Présentée comme une avancée vers un règlement par le dialogue, cette décision survient dans un contexte où les tensions sur ce dossier ne sont pas nouvelles. En effet, l’île Mbanié, petite mais symboliquement stratégique, cristallise depuis plusieurs décennies les rivalités de souveraineté entre Libreville et Malabo. Plusieurs tentatives de médiation ont échoué ou été ajournées, laissant planer un doute quant à la sincérité des engagements successifs.

Un comité d’experts : innovation ou écran de fumée ?

Le comité annoncé, composé de techniciens et de juristes des deux pays, aura pour mandat de plancher sur une solution concertée, loin des prétoires internationaux. Une approche que les observateurs saluent pour sa volonté d’éviter la judiciarisation du conflit. Mais dans les cercles diplomatiques, certains s’interrogent : ne s’agit-il pas, une fois de plus, d’un mécanisme dilatoire pour gagner du temps sans trancher le fond du problème ?

« On a déjà vu par le passé des déclarations similaires restées sans suite. La nouveauté de ce comité dépendra de sa capacité réelle à produire des résultats concrets dans un délai défini », analyse un spécialiste des relations internationales en Afrique centrale.
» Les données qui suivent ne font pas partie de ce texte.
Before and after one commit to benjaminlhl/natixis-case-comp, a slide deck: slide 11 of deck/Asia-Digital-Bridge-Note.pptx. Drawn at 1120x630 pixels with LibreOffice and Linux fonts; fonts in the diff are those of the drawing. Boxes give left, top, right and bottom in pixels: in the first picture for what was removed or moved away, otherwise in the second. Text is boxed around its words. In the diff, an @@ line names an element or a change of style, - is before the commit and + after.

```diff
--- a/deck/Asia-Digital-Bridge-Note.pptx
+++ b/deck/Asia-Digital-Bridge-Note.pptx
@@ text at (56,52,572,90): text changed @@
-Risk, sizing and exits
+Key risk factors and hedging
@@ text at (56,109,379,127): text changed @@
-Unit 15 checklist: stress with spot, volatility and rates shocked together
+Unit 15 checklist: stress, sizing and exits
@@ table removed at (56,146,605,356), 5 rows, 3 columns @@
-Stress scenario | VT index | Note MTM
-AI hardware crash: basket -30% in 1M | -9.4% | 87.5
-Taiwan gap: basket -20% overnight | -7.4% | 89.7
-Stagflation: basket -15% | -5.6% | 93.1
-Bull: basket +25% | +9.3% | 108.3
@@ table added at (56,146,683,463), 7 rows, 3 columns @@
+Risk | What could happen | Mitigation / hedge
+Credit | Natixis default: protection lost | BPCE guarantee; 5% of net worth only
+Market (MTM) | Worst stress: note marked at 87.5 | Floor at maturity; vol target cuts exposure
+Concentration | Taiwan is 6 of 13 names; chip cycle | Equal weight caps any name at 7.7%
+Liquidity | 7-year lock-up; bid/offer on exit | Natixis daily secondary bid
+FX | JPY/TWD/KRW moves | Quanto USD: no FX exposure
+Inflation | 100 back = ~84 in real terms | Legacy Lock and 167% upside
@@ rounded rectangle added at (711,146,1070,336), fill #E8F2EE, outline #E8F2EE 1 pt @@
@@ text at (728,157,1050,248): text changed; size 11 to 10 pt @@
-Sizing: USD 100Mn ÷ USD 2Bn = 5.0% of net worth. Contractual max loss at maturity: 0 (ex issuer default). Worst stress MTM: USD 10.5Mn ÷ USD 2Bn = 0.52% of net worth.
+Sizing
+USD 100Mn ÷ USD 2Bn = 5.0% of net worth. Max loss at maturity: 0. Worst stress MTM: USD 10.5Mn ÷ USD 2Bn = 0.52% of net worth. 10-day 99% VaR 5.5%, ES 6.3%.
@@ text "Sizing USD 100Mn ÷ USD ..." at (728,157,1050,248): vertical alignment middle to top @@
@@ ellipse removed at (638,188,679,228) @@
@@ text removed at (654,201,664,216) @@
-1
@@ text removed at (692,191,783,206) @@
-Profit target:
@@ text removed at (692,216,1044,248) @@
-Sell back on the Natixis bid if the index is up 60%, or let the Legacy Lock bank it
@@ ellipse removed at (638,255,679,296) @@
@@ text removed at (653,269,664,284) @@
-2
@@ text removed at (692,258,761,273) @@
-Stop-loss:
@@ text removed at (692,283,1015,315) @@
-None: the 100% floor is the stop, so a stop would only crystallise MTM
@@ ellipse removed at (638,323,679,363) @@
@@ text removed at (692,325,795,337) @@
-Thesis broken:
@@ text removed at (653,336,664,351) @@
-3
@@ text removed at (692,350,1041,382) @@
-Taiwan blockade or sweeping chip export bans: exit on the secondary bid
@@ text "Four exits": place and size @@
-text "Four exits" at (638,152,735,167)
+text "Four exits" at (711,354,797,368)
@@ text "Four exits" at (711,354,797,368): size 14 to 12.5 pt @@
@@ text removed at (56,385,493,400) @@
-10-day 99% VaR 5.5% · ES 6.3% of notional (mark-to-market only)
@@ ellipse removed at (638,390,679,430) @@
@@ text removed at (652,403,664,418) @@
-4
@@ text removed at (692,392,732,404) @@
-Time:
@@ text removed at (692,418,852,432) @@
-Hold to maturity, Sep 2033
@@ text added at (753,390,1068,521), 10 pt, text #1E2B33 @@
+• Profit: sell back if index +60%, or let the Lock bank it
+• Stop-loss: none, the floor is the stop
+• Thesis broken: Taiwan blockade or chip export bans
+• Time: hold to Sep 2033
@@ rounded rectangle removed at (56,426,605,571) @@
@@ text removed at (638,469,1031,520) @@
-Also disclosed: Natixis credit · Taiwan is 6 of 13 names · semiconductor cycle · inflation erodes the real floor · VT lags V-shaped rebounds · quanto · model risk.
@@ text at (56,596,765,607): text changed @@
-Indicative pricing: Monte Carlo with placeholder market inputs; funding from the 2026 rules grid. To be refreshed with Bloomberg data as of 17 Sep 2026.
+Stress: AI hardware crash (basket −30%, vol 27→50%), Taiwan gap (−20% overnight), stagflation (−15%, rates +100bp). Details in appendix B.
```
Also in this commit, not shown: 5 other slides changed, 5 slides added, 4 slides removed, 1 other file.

Une paix diplomatique, mais une tension latente

Il est à noter que malgré les discours apaisants, la méfiance n’a jamais complètement disparu entre les deux capitales. L’enjeu est autant politique qu’économique : les eaux autour de Mbanié sont potentiellement riches en ressources halieutiques et pétrolières, rendant tout compromis d’autant plus sensible.

Dans cette optique, la volonté affichée de régler le différend par la négociation est certes louable, mais elle doit s’accompagner de transparence, de calendrier clair et de garanties mutuelles. Autrement, ce comité pourrait rejoindre la longue liste des mécanismes de coopération continentale sans effet réel.

Une visite hautement symbolique, mais peu détaillée

En marge de la signature de plusieurs accords bilatéraux (diplomatie, sécurité, culture, sport), cette visite est surtout la première que le président Oligui effectue à Malabo depuis son arrivée au pouvoir. Elle s’inscrit donc dans une stratégie de redéploiement diplomatique du Gabon, soucieux de restaurer son image sur la scène régionale. Toutefois, aucune précision n’a été donnée sur les délais, le financement ou la composition effective de ce comité.

Le président gabonais participera par ailleurs, le 7 juin, à la 26e session ordinaire de la CEEAC, dont le thème « Consolider les acquis de la réforme de la CEEAC » résonne avec les ambitions d’intégration régionale souvent affichées… mais rarement concrétisées.

Vers une diplomatie de résultats ?

Si l’initiative actuelle marque une volonté politique de rompre avec l’immobilisme, elle devra être suivie de gestes forts et d’un engagement ferme des deux parties. Car dans ce type de conflit latent, la paix n’est pas une simple déclaration d’intention, mais un processus exigeant qui ne tolère ni improvisation ni procrastination.

le comité conjoint d’experts pourrait représenter une avancée historique… ou une occasion manquée de plus, si la volonté politique ne s’accompagne pas d’une rigueur méthodologique, d’une feuille de route transparente et d’un engagement réel à clore ce dossier. Les peuples gabonais et équato-guinéens, eux, attendent des actes pas des promesses.